2009-03-17 Thread David Wilson

2009/3/16 Joe Bowman :
>
> Wow that's great. The SDK might be problematic for you, as it appears
> to be very single threaded, I know for a fact it can't reply to
> requests to itself.
>
> Out of curiosity, are you still using base urlfetch, or is it your own
> creation? While when Google releases their scheduled tasks
> functionality it will be less of an issue, if your solution had the
> ability to fire off urlfetch calls and not wait for a response, it
> could be a perfect fit for the gaeutilities cron utility.
>
> Currently it grabs a list of tasks it's supposed to run on request,
> sets a timestamp, runs one, the compares now() to the timestamp and if
> the timedelta is more than 1 second, stops running tasks and finishes
> the request. It already appears your project would be perfect for
> running all necessary tasks at once, and the MIT License I believe is
> compatible with the BSD license I've released gaeutilities, so would
> you have any personal objection to me including it in gaeutilities at
> some point, with proper attribution of course?

Sorry I missed this in the first reply - yeah work away! :)


David

>
> If you haven't see that project, it's url is http://gaeutilities.appspot.com/
>
> On Mar 16, 11:03 am, David Wilson  wrote:
>> Joe,
>>
>> I've only tested it in production. ;)
>>
>> The code should work serially on the SDK, but I haven't tried yet.
>>
>> David.
>>
>> 2009/3/16 Joe Bowman :
>>
>>
>>
>>
>>
>> > Does the batch fetching working on live appengine applications, or
>> > only on the SDK?
>>
>> > On Mar 16, 10:19 am, David Wilson  wrote:
>> >> I have no idea how definitive this is, but literally it means wall
>> >> clock time seems to be how CPU cost is measured. I guess this makes
>> >> sense for a few different reasons.
>>
>> >> I found some internal function
>> >> "google3.apphosting.runtime._apphosting_runtime___python__apiproxy.get_request_cpu_usage"
>> >> with the docstring:
>>
>> >>     Returns the number of megacycles used so far by this request.
>> >>     Does not include CPU used by API calls.
>>
>> >> Calling it, then running time.sleep(5), then calling it again,
>> >> indicates thousands of megacycles used, yet in real terms the CPU was
>> >> probably doing nothing.
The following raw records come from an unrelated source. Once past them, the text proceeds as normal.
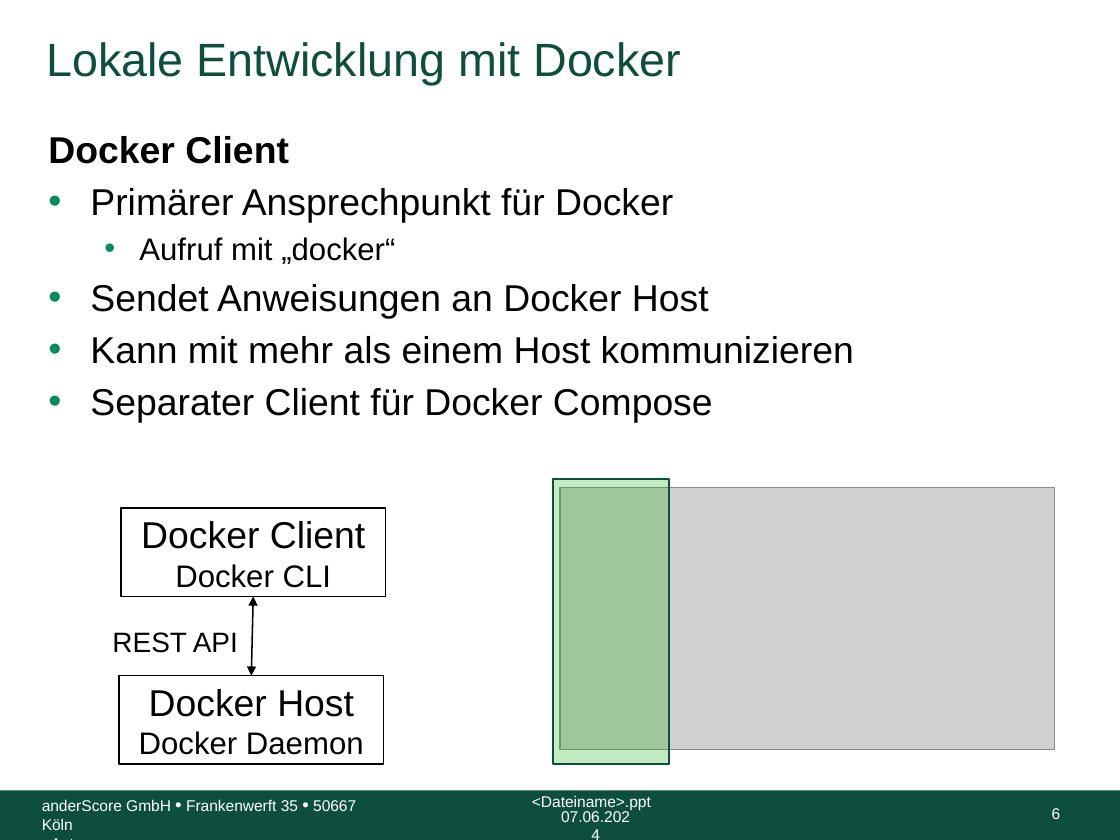
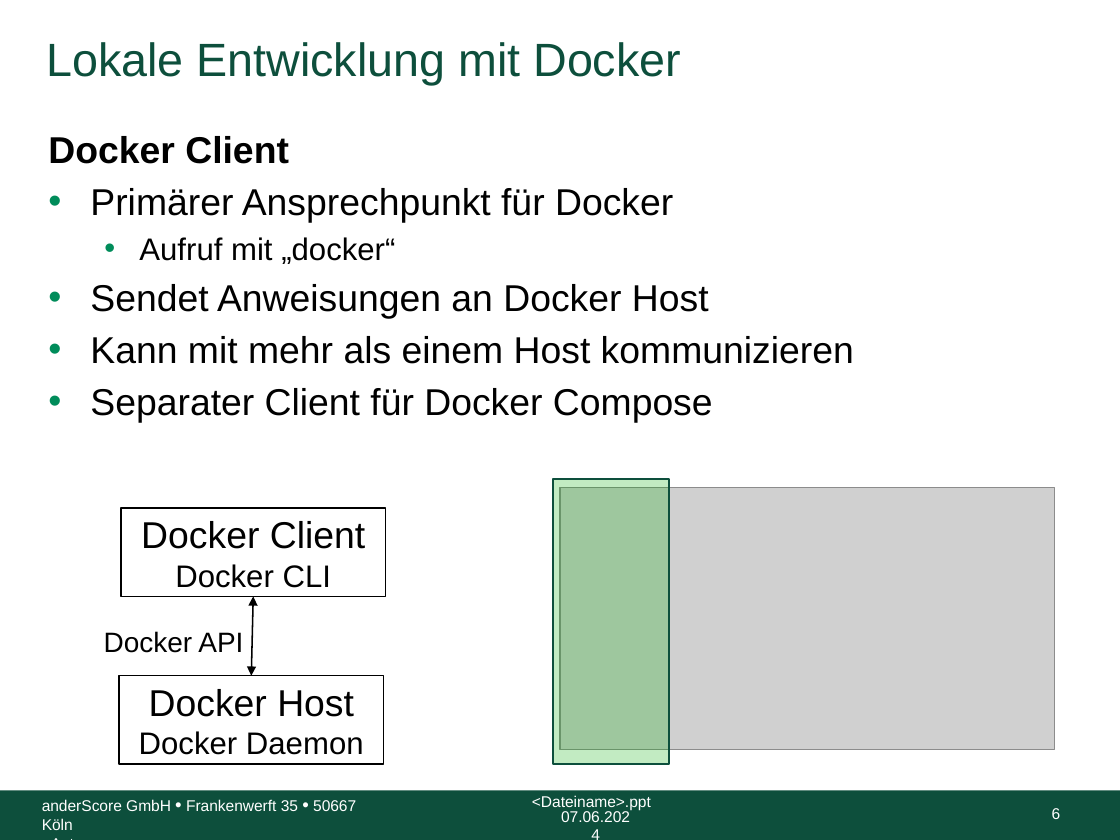
Before and after one commit to anderscore-gmbh/gitlab, a slide deck: slide 6 of slides/Tag-3_2-Docker.pptx. Drawn at 1120x840 pixels with LibreOffice and Linux fonts; fonts in the diff are those of the drawing; grey boxes stand for pictures; background and template pictures are left out. Boxes give left, top, right and bottom in pixels: in the first picture for what was removed or moved away, otherwise in the second. Text is boxed around its words. In the diff, an @@ line names an element or a change of style, - is before the commit and + after.

Commit message:
Typos und Notizen 3-2 Docker

```diff
--- a/slides/Tag-3_2-Docker.pptx
+++ b/slides/Tag-3_2-Docker.pptx
@@ text at box(104, 631, 243, 653): text changed @@
-REST API
+Docker API
```
Also in this commit, not shown: 4 other slides changed.

I guess Datastore CPU, etc., is added on top
>> >> of this, but it seems to suggest to me that if you can drastically
>> >> reduce request time, quota usage should drop too.
>>
>> >> I have yet to do any kind of rough measurements of Datastore CPU, so
>> >> I'm not sure how correct this all is.
>>
>> >> David.
>>
>> >>  - One of the guys on IRC suggested this means that per-request cost
>> >> is scaled during peak usage (and thus internal services running
>> >> slower).
>>
>> >> 2009/3/16 peterk :
>>
>> >> > A couple of questions re. CPU usage..
>>
>> >> > "CPU time quota appears to be calculated based on literal time"
>>
>> >> > Can you clarify what you mean here? I presume each async request eats
>> >> > into your CPU budget. But you say:
>>
>> >> > "since you can burn a whole lot more AppEngine CPU more cheaply using
>> >> > the async api"
>>
>> >> > Can you clarify how that's the case?
>>
>> >> > I would guess as long as you're being billed for the cpu-ms spent in
>> >> > your asynchronous calls, Google would let you hang yourself with them
>> >> > when it comes to billing.. :) so I presume they'd let you squeeze in
>> >> > as many as your original request, and its limit, will allow for?
>>
>> >> > Thanks again.
>>
>> >> > On Mar 16, 2:00 pm, David Wilson  wrote:
>> >> >> It's completely undocumented (at this stage, anyway), but definitely
>> >> >> seems to work. A few notes I've come gathered:
>>
>> >> >>  - CPU time quota appears to be calculated based on literal time,
>> >> >> rather than e.g. the UNIX concept of "time spent in running state".
>>
>> >> >>  - I can fetch 100 URLs in 1.3 seconds from a machine colocated in
>> >> >> Germany using the asynchronous API. I can't begin to imagine how slow
>> >> >> (and therefore expensive in monetary terms) this would be using the
>> >> >> standard API.
>>
>> >> >>  - The user-specified callback function appears to be invoked in a
>> >> >> separate thread; the RPC isn't "complete" until this callback
>> >> >> completes. The callback thread is still subject to the request
>> >> >> deadline.
>>
>> >> >>  - It's a standard interface, and seems to have no parallel
>> >> >> restrictions at least for urlfetch and Datastore. However, I imagine
>> >> >> that it's possible restrictions may be placed here at some later
>> >> >> stage, since you can burn a whole lot more AppEngine CPU more cheaply
>> >> >> using the async api.
>>
>> >> >>  - It's "standard" only insomuch as you have to fiddle with
>> >> >> AppEngine-internal protocolbuffer definitions for each service type.
>> >> >> This mostly means copy-pasting the standard sync call code from the
>> >> >> SDK, and hacking it to use pubsubhubub's proxy code.
>>
>> >> >> Per the last point, you might be better wa

[google-appengine] Re: Parallel urlfetch utility class / function.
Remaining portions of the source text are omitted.